§ **Problem details**:
Whenever a line in the entries includes the word "bool", copy that line out.

§ **Input**:
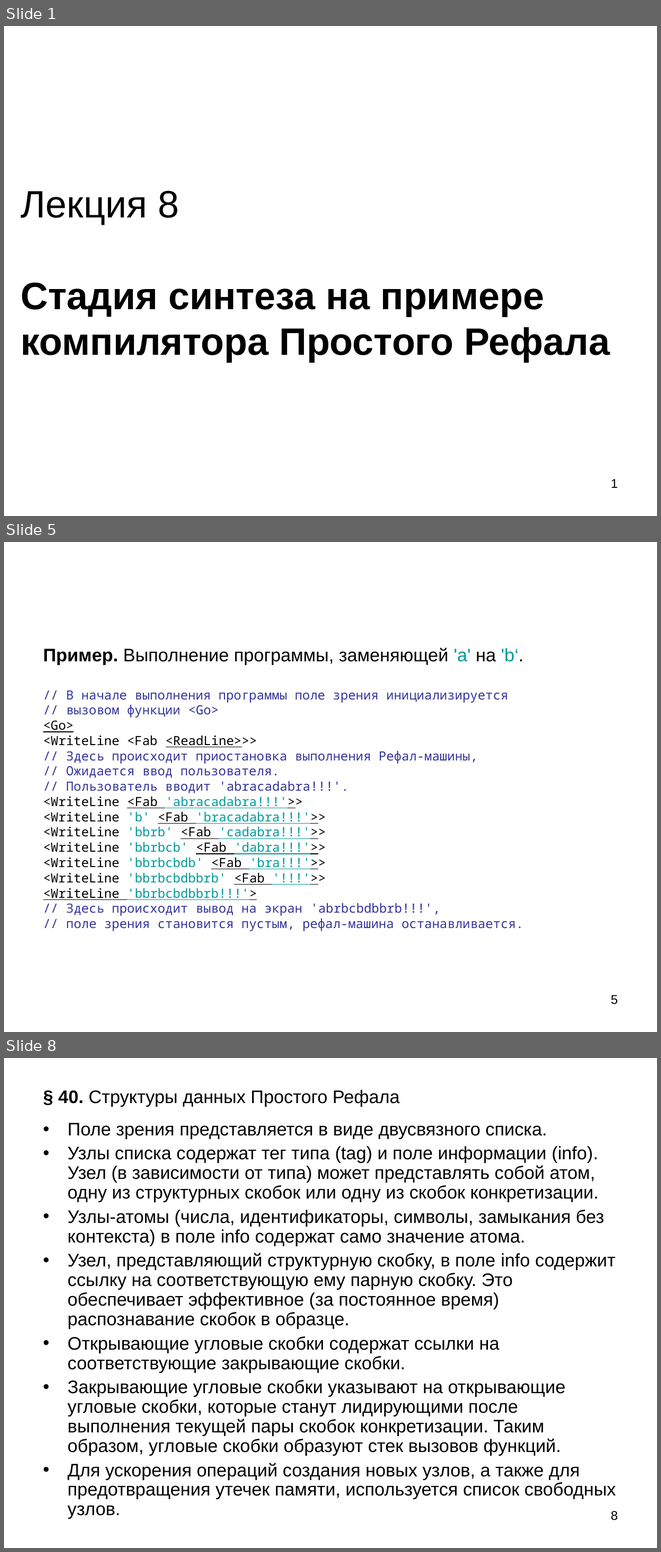
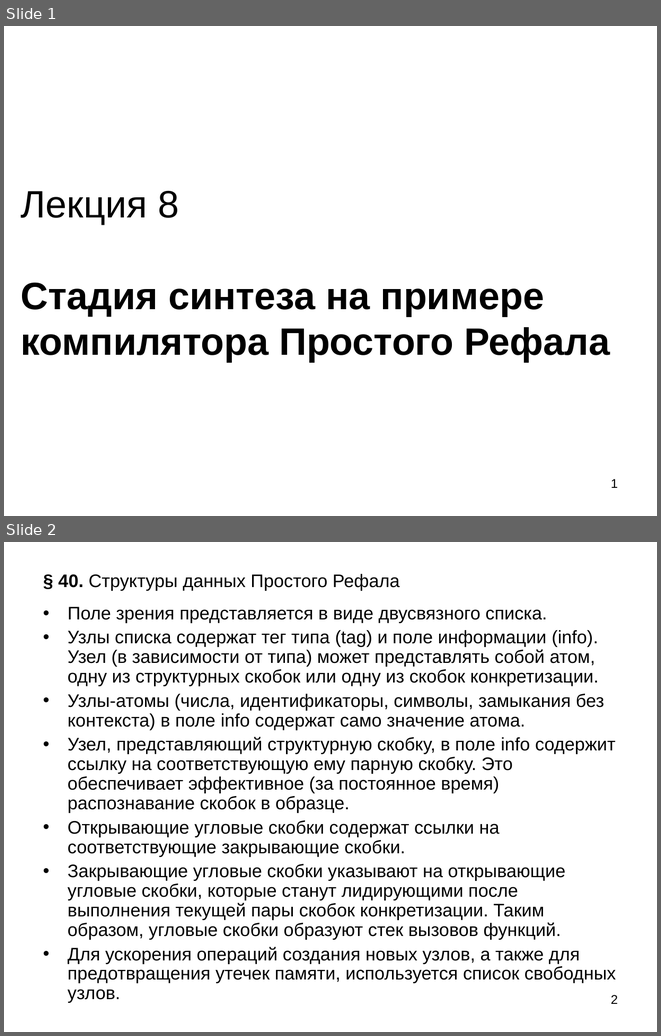
Before and after one commit to Mazdaywik/Refal-05, a slide deck: doc/Компилятор Простого Рефала.ppt. Shown one above the other, each under a label of ours: slides 1, 5 and 8 before the commit, slides 1 and 2 after it; the slides between them are not shown. The pictures are 661x1552 and 661x1036 pixels, drawn with LibreOffice and Linux fonts; fonts in the diff are those of the drawing. Boxes give left, top, right and bottom in pixels: in the first picture for what was removed or moved away, otherwise in the second. Text is boxed around its words. In the diff, an @@ line names an element or a change of style, - is before the commit and + after.

```diff
--- a/doc/Компилятор Простого Рефала.ppt
+++ b/doc/Компилятор Простого Рефала.ppt
@@ slide 5 removed at bbox=[4, 542, 657, 1032], background #FFFFFF @@
@@ title removed at bbox=[43, 647, 524, 931] @@
-Пример. Выполнение программы, заменяющей 'a' на 'b‘.
-// В начале выполнения программы поле зрения инициализируется
-// вызовом функции <Go>
-<Go>
-<WriteLine <Fab <ReadLine>>>
-// Здесь происходит приостановка выполнения Рефал-машины,
-// Ожидается ввод пользователя.
-// Пользователь вводит 'abracadabra!!!'.
-<WriteLine <Fab 'abracadabra!!!'>>
-<WriteLine 'b' <Fab 'bracadabra!!!'>>
-<WriteLine 'bbrb' <Fab 'cadabra!!!'>>
-<WriteLine 'bbrbcb' <Fab 'dabra!!!'>>
-<WriteLine 'bbrbcbdb' <Fab 'bra!!!'>>
-<WriteLine 'bbrbcbdbbrb' <Fab '!!!'>>
-<WriteLine 'bbrbcbdbbrb!!!'>
-// Здесь происходит вывод на экран 'abrbcbdbbrb!!!',
-// поле зрения становится пустым, рефал-машина останавливается.
@@ page number removed at bbox=[611, 995, 618, 1004] @@
-5
@@ what was slide 8 is now slide 2 @@
@@ page number at bbox=[611, 995, 618, 1004]: text changed @@
-8
+2
```
Also in this commit, not shown: 1 slide changed, 13 other slides removed.
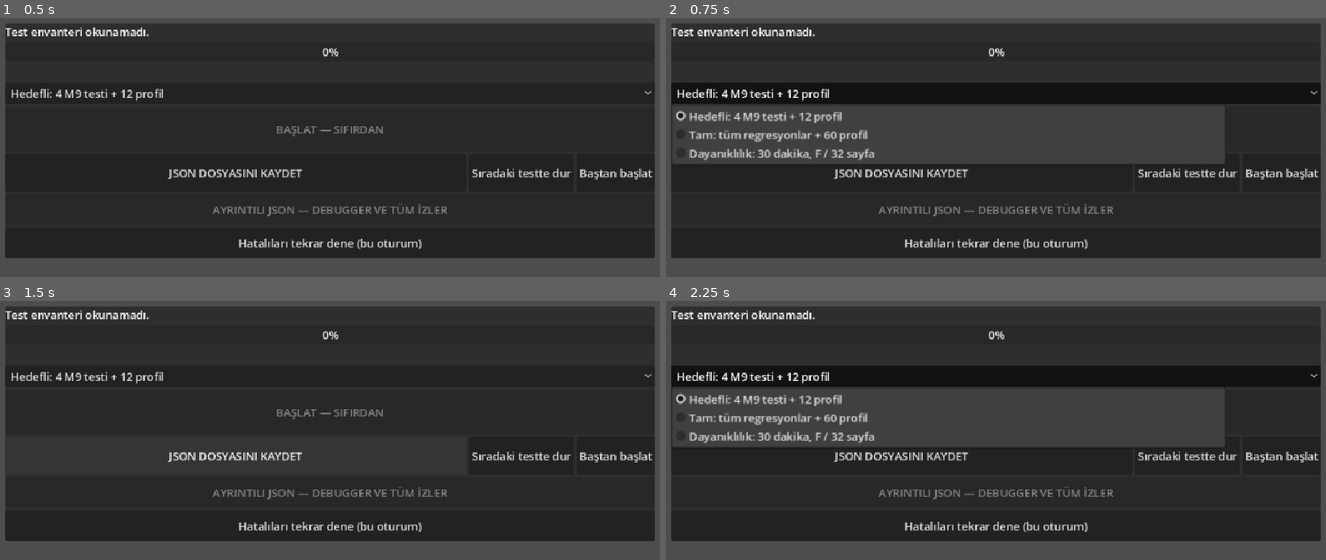
Above: before the commit, frames 1-4 (two rows, left to right).
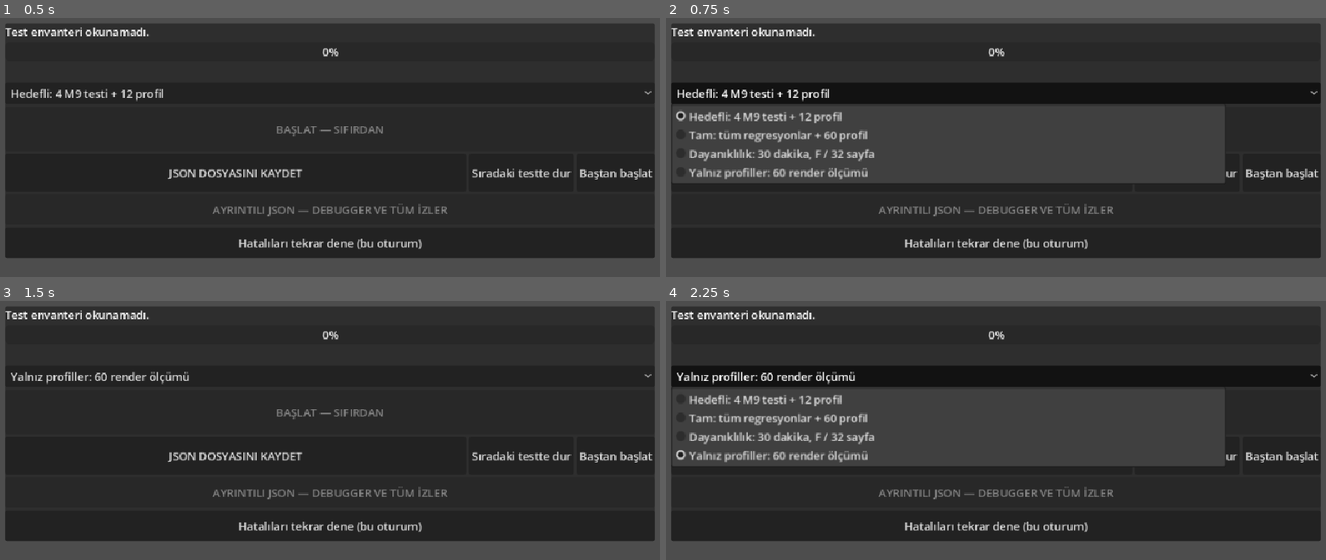
Above: after the commit, the same moments.

Repository: mehmetdem2005/FareOyunu
Game: Godot game, scene res://main.tscn
Two runs of this game, one before a commit and one after it. Both use one fixed random seed, a clock stepped at 60 frames per second and the inputs below.
Inputs (mouse positions are in pixels of both pictures, inside the frame that each line leads up to):
- Up to frame 1 (0.5 s): no input
- Up to frame 2 (0.75 s): click "Hedefli: 4 M9 testi + 12 prof…" at 0.5 s
- Up to frame 3 (1.5 s): click "JSON DOSYASINI KAYDET" at 1.25 s
- Up to frame 4 (2.25 s): click (996, 376) at 2 s, where only the run after the commit has a clickable "Yalnız profiller: 60 render ö…"

Frame 1 is identical in both runs. In frame 2, 5.6% of the frame differs, in the area x 1-85%, y 43-64%; in frame 3, 0.6%; in frame 4, 6.3%, in the area x 1-85%, y 27-64%.

Commit message:
Run the full Android performance matrix without repeating regressions

Diff:
--- a/tools/terraforge_android_suite/project/runner.gd
+++ b/tools/terraforge_android_suite/project/runner.gd
@@ -3,6 +3,7 @@
 const PROFILE_PATH = "res://addons/terra_forge/profiling/profile_scene.gd"
 const SOAK_SECONDS: float = 1800.0
 const LIFECYCLE_EVENT_LIMIT: int = 32
+const SUITE_MODES: Array[String] = ["quick", "full", "soak", "profiles"]
 var _run_dir: String = ""
 var _start: Button
 var _suite_choice: OptionButton
@@ -63,7 +64,8 @@
     if not _ci:
         _names=_inventory["quick_tests"].duplicate()
     if _profile_smoke or _soak_smoke:
-        _selected_suite="soak" if _soak_smoke else "full"
+        _selected_suite="soak" if _soak_smoke else "profiles"
+        _suite_choice.select(SUITE_MODES.find(_selected_suite))
         _names=[]
         if DisplayServer.get_name().to_lower()=="headless" or RenderingServer.get_current_rendering_method()!="mobile":
             push_error("Profile smoke requires actual Mobile renderer")
@@ -109,8 +111,8 @@
 func _start_fresh() -> void:
     if _busy or _starting or _inventory.is_empty():
         return
-    if not _ci:
-        _selected_suite=["quick","full","soak"][_suite_choice.selected]
+    if not _ci or _profile_smoke:
+        _selected_suite=SUITE_MODES[_suite_choice.selected]
         _names=_suite_tests(_suite_choice.selected)
     _starting = true
     _suite_choice.disabled=true
@@ -146,10 +148,10 @@
     _stop.text = "Sıradaki testte dur"
     _report = _new_report()
     _report["session_id"] = token
-    _report["suite_mode"] = "ci" if _ci and not _soak_smoke else _selected_suite
+    _report["suite_mode"] = "ci" if _ci and not (_profile_smoke or _soak_smoke) else _selected_suite
     _report["terrain_tree"] = _inventory.get("terrain_tree","")
     _report["planned_profiles"] = 0 if _ci and not (_profile_smoke or _soak_smoke) else _profile_plan(_selected_suite).size()
-    _report["qualification_note"] = "Quick screens candidates. Full separates 56 timing profiles from four observer profiles. Soak uses a single, slower 30-minute camera sweep. Lifecycle events and renderer timing are not physics tests."
+    _report["qualification_note"] = "Quick screens candidates. Full and profiles use the same 56 timing profiles and four observer profiles. Soak uses a single, slower 30-minute camera sweep. Guarded capsule regressions provide separate physics evidence."
     _report["application_lifecycle"] = {"events":[],"paused":0,"resumed":0,"dropped":0}
     _report["runtime_features"] = {"editor":OS.has_feature("editor"),"template":OS.has_feature("template"),"debug":OS.has_feature("debug"),"release":OS.has_feature("release")}
     _report["thermal_status"] = null
@@ -218,6 +220,7 @@
     _suite_choice.add_item("Hedefli: 4 M9 testi + 12 profil")
     _suite_choice.add_item("Tam: tüm regresyonlar + 60 profil")
     _suite_choice.add_item("Dayanıklılık: 30 dakika, F / 32 sayfa")
+    _suite_choice.add_item("Yalnız profiller: 60 render ölçümü")
     _suite_choice.select(0)
     _suite_choice.item_selected.connect(_select_suite)
     v.add_child(_suite_choice)
@@ -264,12 +267,13 @@
         _detail.text="Yeni seçim yalnız sıfırdan başlatınca uygulanır."
         return
     _names=_suite_tests(index)
-    _progress.max_value=_names.size()
+    var profiles_only: bool = _names.is_empty()
+    _progress.max_value=_profile_plan(SUITE_MODES[index]).size() if profiles_only else _names.size()
     _progress.value=0
-    _detail.text="0/%d | Başlat yeni oturum açar." % _names.size()
+    _detail.text="0/%d %s | Başlat yeni oturum açar." % [int(_progress.max_value), "profil" if profiles_only else "test"]
 
 func _suite_tests(index: int) -> Array:
-    if index==2:
+    if SUITE_MODES[index] in ["soak", "profiles"]:
         return []
     return _inventory["quick_tests" if index==0 else "tests"].duplicate()
 
@@ -445,13 +449,14 @@
 
 func _update_ui() -> void:
     var soak: bool = _selected_suite=="soak"
-    _progress.max_value = 1 if soak else _names.size()
-    _progress.value = _report["profiles"].size() if soak else _report["tests"].size()
+    var profiles_only: bool = soak or _selected_suite=="profiles"
+    _progress.max_value = int(_report["planned_profiles"]) if profiles_only else _names.size()
+    _progress.value = _report["profiles"].size() if profiles_only else _report["tests"].size()
     var counts := {}
     for t in _report["tests"]:
         counts[t["status"]] = int(counts.get(t["status"],0))+1
-    if soak:
-        _detail.text = "Profil %d/1 | Kesinti %d" % [_report["profiles"].size(),_report["profile_interruptions"].size()]
+    if profiles_only:
+        _detail.text = "Profil %d/%d | Kesinti %d" % [_report["profiles"].size(),_report["planned_profiles"],_report["profile_interruptions"].size()]
     else:
         _detail.text = "%d/%d | PASS %d | FAIL %d | Kesildi %d | Profil %d" % [_report["tests"].size(),_names.size(),counts.get("pass",0),counts.get("fail",0),counts.get("interrupted",0),_report["profiles"].size()]
     _start.disabled = _busy or _starting
@@ -460,7 +465,7 @@
     _full.disabled = _busy or _starting or _report.is_empty()
     _stop.disabled = not _busy or soak
     _restart.disabled = _starting
-    _retry.disabled = _report.is_empty() or _starting or soak
+    _retry.disabled = _report.is_empty() or _starting or profiles_only
 
 func _sample_memory() -> void:
     var rss: Variant = _read_rss()
@@ -551,7 +556,7 @@
             if t["status"]!="pass":
                 failures+=1
         if _profile_smoke:
-            if not complete:
+            if not complete or _report["suite_mode"]!="profiles" or _report["planned_tests"]!=0 or not _report["tests"].is_empty():
                 failures+=1
             var expected_plan: Array[Dictionary]=_profile_plan("full")
             var snapshot: String=""
@@ -820,7 +825,7 @@
 func _profile_plan(suite: String) -> Array[Dictionary]:
     if suite=="soak":
         return [_profile_spec(1,1,false)]
-    var full: bool = suite=="full"
+    var full: bool = suite in ["full", "profiles"]
     var pairs: Array = [[0,1],[1,3],[1,5]]
     if full:
         pairs=[[0,1],[2,3],[4,5],[0,2],[0,4],[1,3],[1,5]]

§ **Task response**:
+    var profiles_only: bool = _names.is_empty()
     var soak: bool = _selected_suite=="soak"
+    var profiles_only: bool = soak or _selected_suite=="profiles"
-    var full: bool = suite=="full"
+    var full: bool = suite in ["full", "profiles"]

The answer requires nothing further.